Agent skill packs are everywhere now. Open GitHub, search for 'agent skills,' and you will drown in repos promising to turn your AI coder into a 10x engineer. Most of them are just rehashed prompt templates that add noise, not signal.
We spent the last month hands-on with dozens of these packs for Gearscope. The four below are the ones we kept installed after testing. Each one solves a real problem, not a hypothetical one.
1. Addy Osmani Agent Skills
Verdict: The full software development lifecycle, packed into 23 portable skills.
Key strength: This is not a grab bag of tips. Addy Osmani (from the Google Chrome team) built a complete engineering methodology that walks your agent from idea refinement through spec writing, planning, implementation, and shipping. Each skill chains into the next one. The craft is obvious.
Who should use it: Teams who want their AI agent to follow a real process instead of just vomiting code. If you have ever watched an AI coder skip the thinking and jump straight to breaking things, this pack fixes that.
2. Engram
Verdict: The most complete agent memory layer you can install right now.

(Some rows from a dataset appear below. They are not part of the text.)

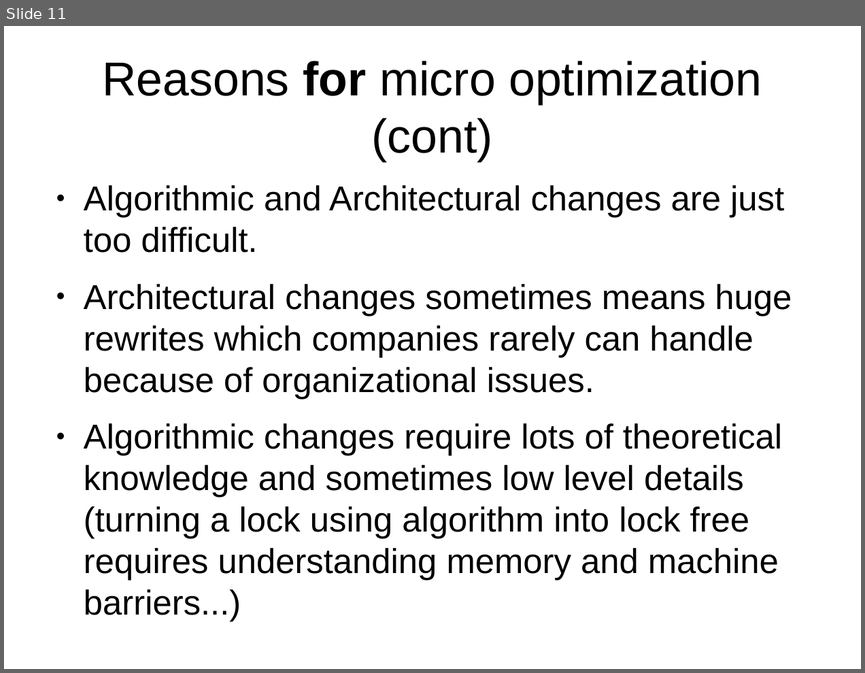
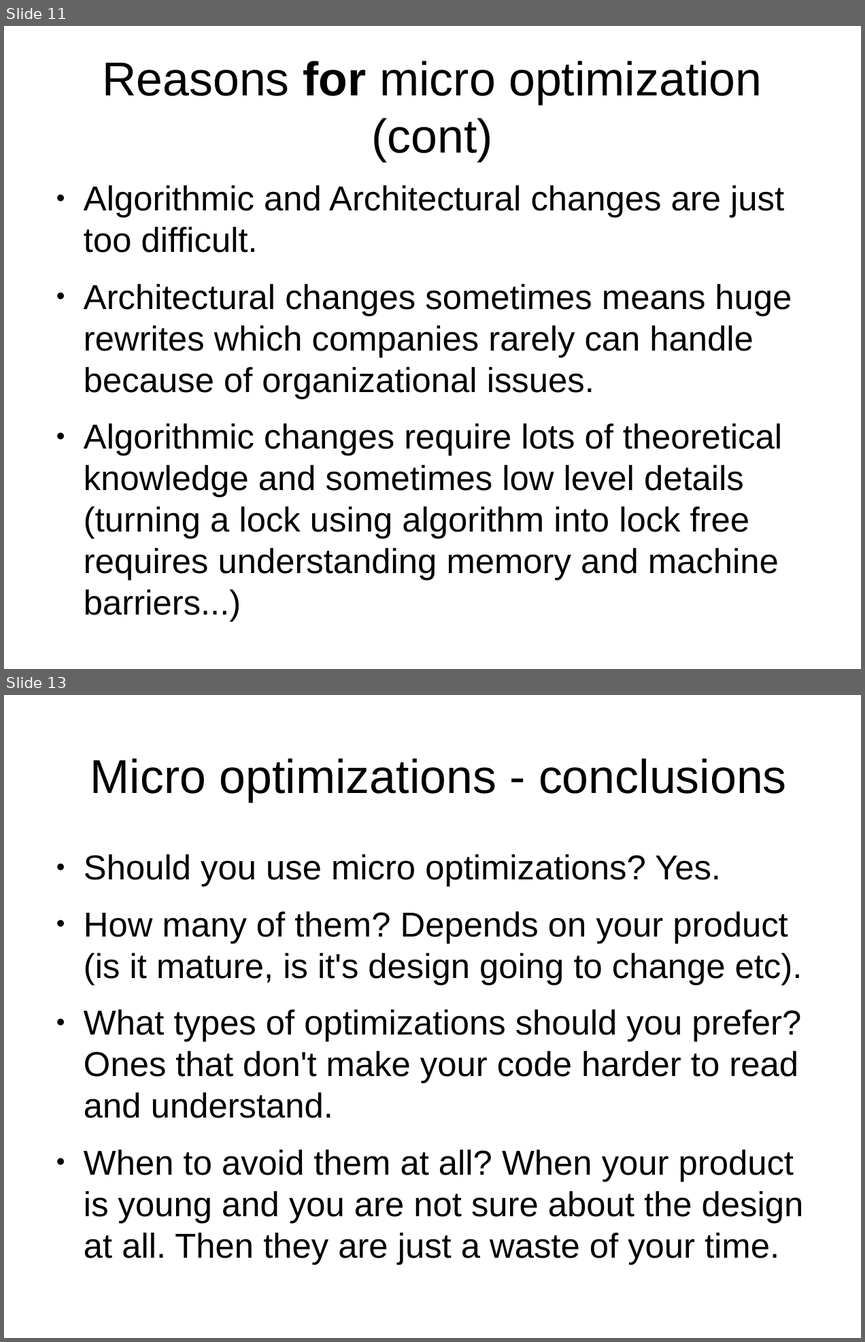
Before and after one commit to veltzer/demos, a slide deck: cpp/multi_core/effective_cplusplus.odp. Shown one above the other, each under a label of ours: slide 11 before the commit, slides 11 and 13 after it; the slides between them are not shown. The pictures are 865x673 and 865x1342 pixels, drawn with LibreOffice and Linux fonts; fonts in the diff are those of the drawing. Boxes give left, top, right and bottom in pixels: in the first picture for what was removed or moved away, otherwise in the second. Text is boxed around its words. In the diff, an @@ line names an element or a change of style, - is before the commit and + after.

```diff
--- a/cpp/multi_core/effective_cplusplus.odp
+++ b/cpp/multi_core/effective_cplusplus.odp
@@ slide 13 added at (4, 695, 861, 1338), background #FFFFFF @@
@@ title added at (90, 758, 787, 802), 44 pt, text #000000 @@
+Micro optimizations - conclusions
@@ text added at (84, 854, 804, 1264), 32 pt, text #000000 @@
+● Should you use micro optimizations? Yes.
+● How many of them? Depends on your product (is it mature, is it's design going to change etc).
+● What types of optimizations should you prefer? Ones that don't make your code harder to read and understand.
+● When to avoid them at all? When your product is young and you are not sure about the design at all. Then they are just a waste of your time.
```
Also in this commit, not shown: 4 slides changed, 15 other slides added, 1 other file.

Key strength: Your AI coder forgets everything between sessions. Engram fixes that. It is a single Go binary backed by SQLite with full-text search, and it gives your agent persistent memory across conversations. It exposes an MCP server, HTTP API, CLI, and even a TUI. When your agent finishes a session, it can store what it learned and pick up where it left off next time. It scored a perfect 5 across every review dimension we track.
Who should use it: Anyone doing multi-session work with an AI coder. If you are tired of re-explaining your project architecture every time you open a new chat, Engram is the answer.
3. Antigravity Awesome Skills
Verdict: The biggest skill pack on GitHub. Breadth is the whole point.
Key strength: 1,464 SKILL.md playbooks covering everything from brainstorming to security auditing to React component scaffolding. It works with Claude Code, Cursor, Codex CLI, Gemini CLI, and more. The editorial bundles group related skills together so you are not lost in a sea of options. An npm installer gets you going fast.
Who should use it: Developers who want coverage over depth. If you work across a lot of different stacks and want a skill ready for whatever weird task comes up, this is your library. Quality varies across 1,400+ skills, but the hits outweigh the misses.
4. Agent Toolkit for AWS
Verdict: The AWS-built skill pack every cloud-bound agent needs.
Key strength: Amazon shipped 43 skills (13 core, 30 specialized) covering CDK, CloudFormation, Bedrock, EC2, VPC networking, and data analytics. This is not community cosplay. It is the real reference material from the people who build AWS, formatted as installable agent skills. Three plugin bundles and a managed MCP server round it out.
Who should use it: Anyone deploying on AWS. If your AI agent needs to frequently interact with cloud resources, this package guarantees high-quality, authorized API integration and execution safety.
[AgentUpdate Depth Analysis] The evolution of AI coding is rapidly transitioning from raw prompt engineering to structured tool and skill engineering, catalyzed by standards like the Model Context Protocol (MCP). Early-generation AI coders struggled with statelessness and context limitations, often leading to hallucinated APIs and broken code. These four skill packs represent a paradigm shift: they equip LLMs with specialized, structured methodologies (like Addy Osmani's SDLC), stateful persistence (like Engram's SQLite layer), and direct infrastructure integrations (like AWS Toolkit). As major cloud providers and toolmakers standardize agent interfaces via MCP, the competitive edge for AI Agents will shift from the underlying LLM's raw intelligence to the density and precision of their 'plug-and-play' skill packs. This modular approach paves the way for truly autonomous virtual engineers capable of managing complex, long-running software pipelines without human hand-holding.